[PROBLEM DETAILS] Please set down the data again exactly, minus the pictures.
(DATA LISTING Opens)
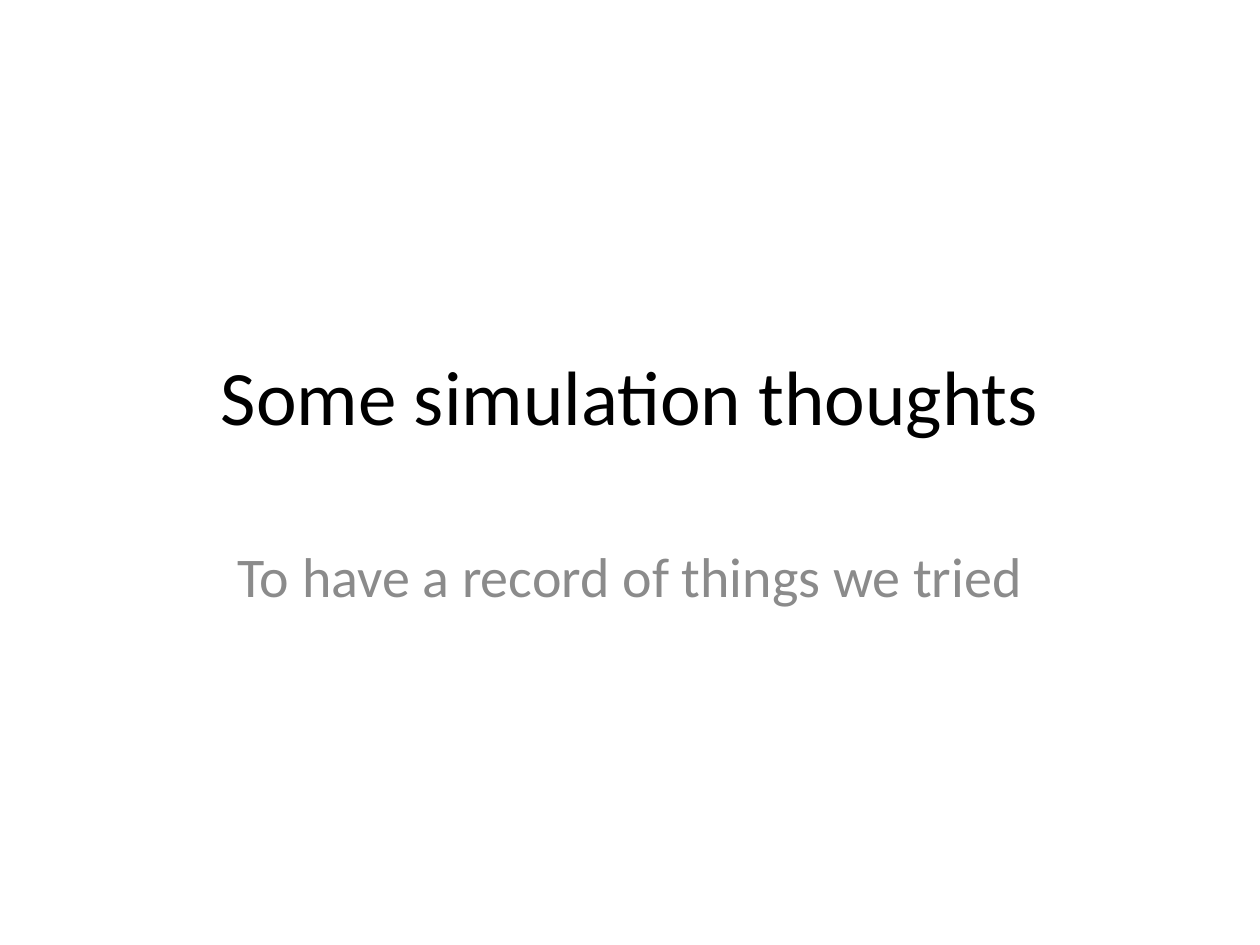
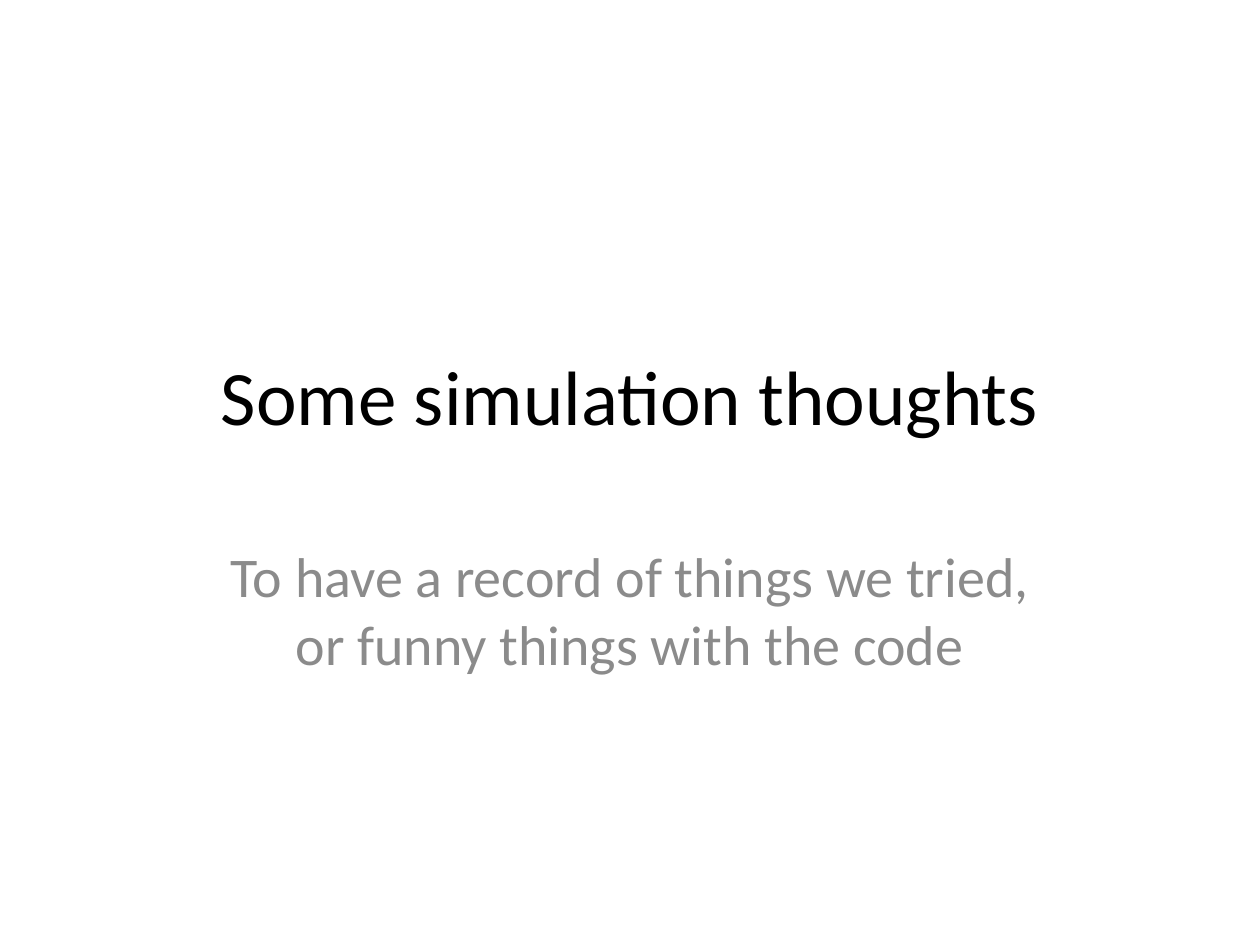
Before and after one commit to WaresLab/QuBar, a slide deck: slide 1 of simulation thoughts.pptx. Drawn at 1260x945 pixels with LibreOffice and Linux fonts; fonts in the diff are those of the drawing. Boxes give left, top, right and bottom in pixels: in the first picture for what was removed or moved away, otherwise in the second. Text is boxed around its words. In the diff, an @@ line names an element or a change of style, - is before the commit and + after.

```diff
--- a/simulation thoughts.pptx
+++ b/simulation thoughts.pptx
@@ subtitle at box(231, 558, 1028, 675): text changed @@
-To have a record of things we tried
+To have a record of things we tried, or funny things with the code
```
Also in this commit, not shown: 1 slide added, 5 other files.
(DATA LISTING Closes)
[OUTPUT BELOW]
Before and after one commit to WaresLab/QuBar, a slide deck: slide 1 of simulation thoughts.pptx. Drawn at 1260x945 pixels with LibreOffice and Linux fonts; fonts in the diff are those of the drawing. Boxes give left, top, right and bottom in pixels: in the first picture for what was removed or moved away, otherwise in the second. Text is boxed around its words. In the diff, an @@ line names an element or a change of style, - is before the commit and + after.

```diff
--- a/simulation thoughts.pptx
+++ b/simulation thoughts.pptx
@@ subtitle at box(231, 558, 1028, 675): text changed @@
-To have a record of things we tried
+To have a record of things we tried, or funny things with the code
```
Also in this commit, not shown: 1 slide added, 5 other files.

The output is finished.